+++ THE RECORDS

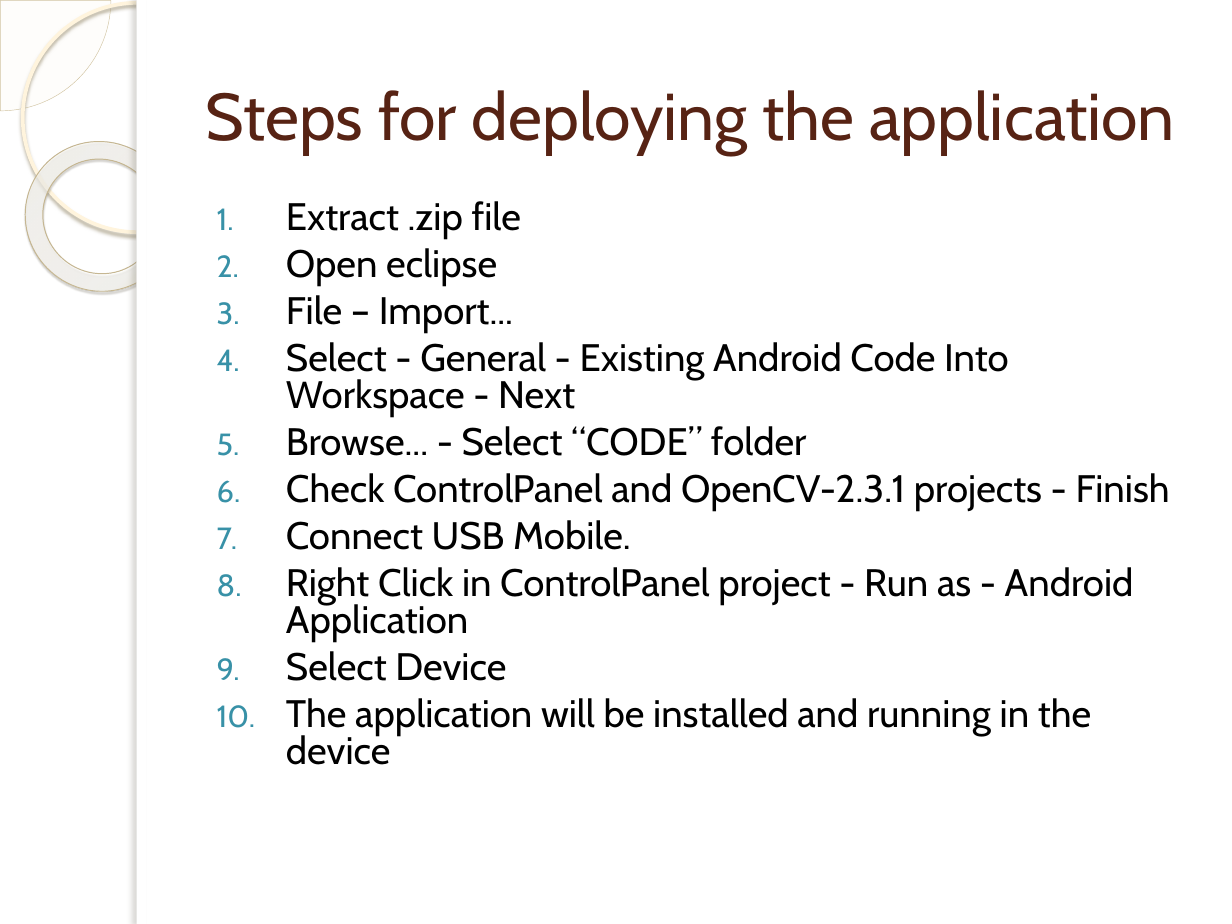
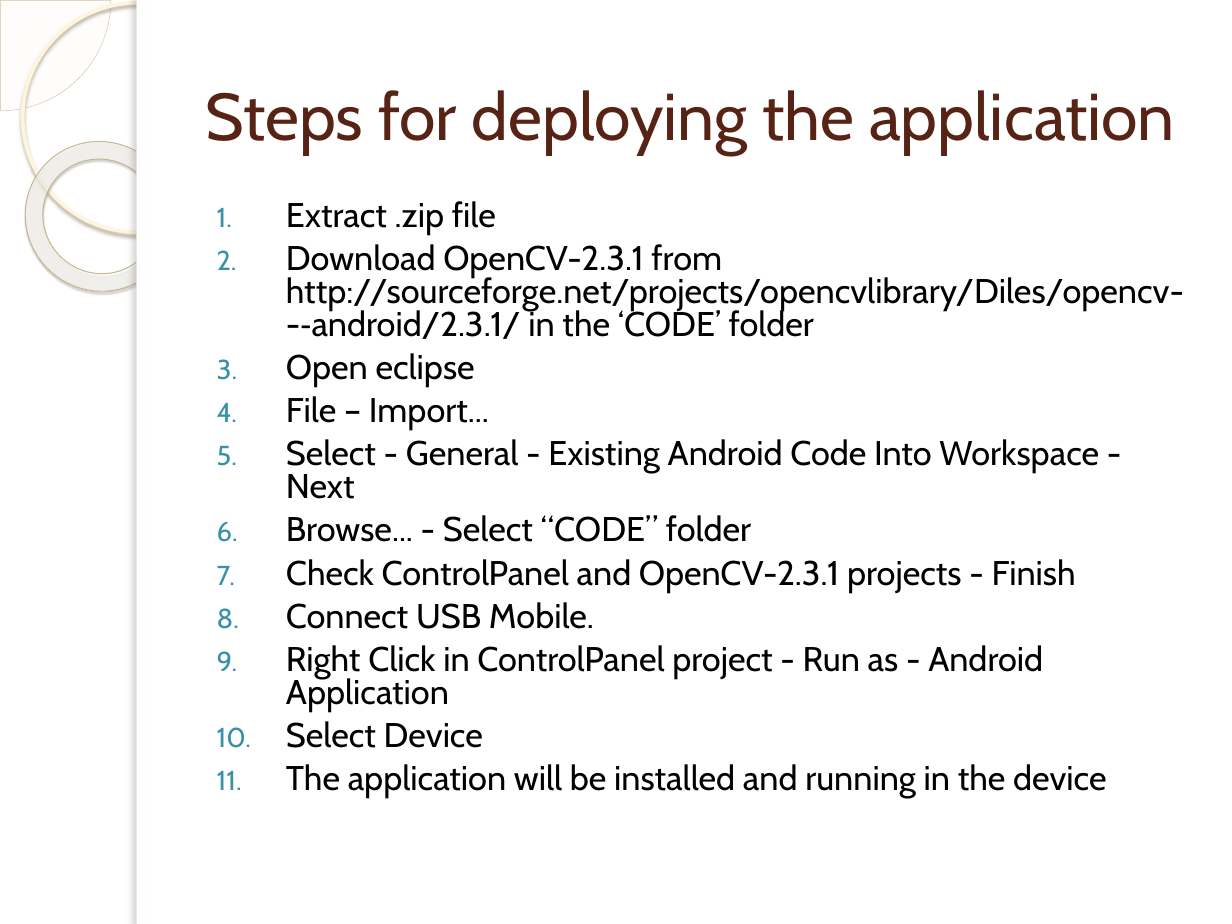
Before and after one commit to OrionGG/ivandroid, a slide deck: slide 12 of Presentacion/doc/AnalisisGarciaGallardoOrion.pptx. Drawn at 1232x924 pixels with LibreOffice and Linux fonts; fonts in the diff are those of the drawing; background and template pictures are left out. Boxes give left, top, right and bottom in pixels: in the first picture for what was removed or moved away, otherwise in the second. Text is boxed around its words. In the diff, an @@ line names an element or a change of style, - is before the commit and + after.

Commit message:
doc update

```diff
--- a/Presentacion/doc/AnalisisGarciaGallardoOrion.pptx
+++ b/Presentacion/doc/AnalisisGarciaGallardoOrion.pptx
@@ text at bbox=[286, 201, 1106, 799]: size 22.4 to 20 pt in "Extract .zip file", "Open eclipse", "File – Import...", "Select - General - Existing Android Code ..." and 6 more places @@
@@ text at bbox=[286, 244, 1184, 339]: paragraph added @@
+2. Download OpenCV-2.3.1 from http://sourceforge.net/projects/opencvlibrary/Diles/opencv--‐android/2.3.1/ in the ‘CODE’ folder
```

++++++

--- TASK ITEM ---
Without including the pictures, copy all of the data exactly.

--- REPLY TO THE EXERCISE ---
Before and after one commit to OrionGG/ivandroid, a slide deck: slide 12 of Presentacion/doc/AnalisisGarciaGallardoOrion.pptx. Drawn at 1232x924 pixels with LibreOffice and Linux fonts; fonts in the diff are those of the drawing; background and template pictures are left out. Boxes give left, top, right and bottom in pixels: in the first picture for what was removed or moved away, otherwise in the second. Text is boxed around its words. In the diff, an @@ line names an element or a change of style, - is before the commit and + after.

Commit message:
doc update

```diff
--- a/Presentacion/doc/AnalisisGarciaGallardoOrion.pptx
+++ b/Presentacion/doc/AnalisisGarciaGallardoOrion.pptx
@@ text at bbox=[286, 201, 1106, 799]: size 22.4 to 20 pt in "Extract .zip file", "Open eclipse", "File – Import...", "Select - General - Existing Android Code ..." and 6 more places @@
@@ text at bbox=[286, 244, 1184, 339]: paragraph added @@
+2. Download OpenCV-2.3.1 from http://sourceforge.net/projects/opencvlibrary/Diles/opencv--‐android/2.3.1/ in the ‘CODE’ folder
```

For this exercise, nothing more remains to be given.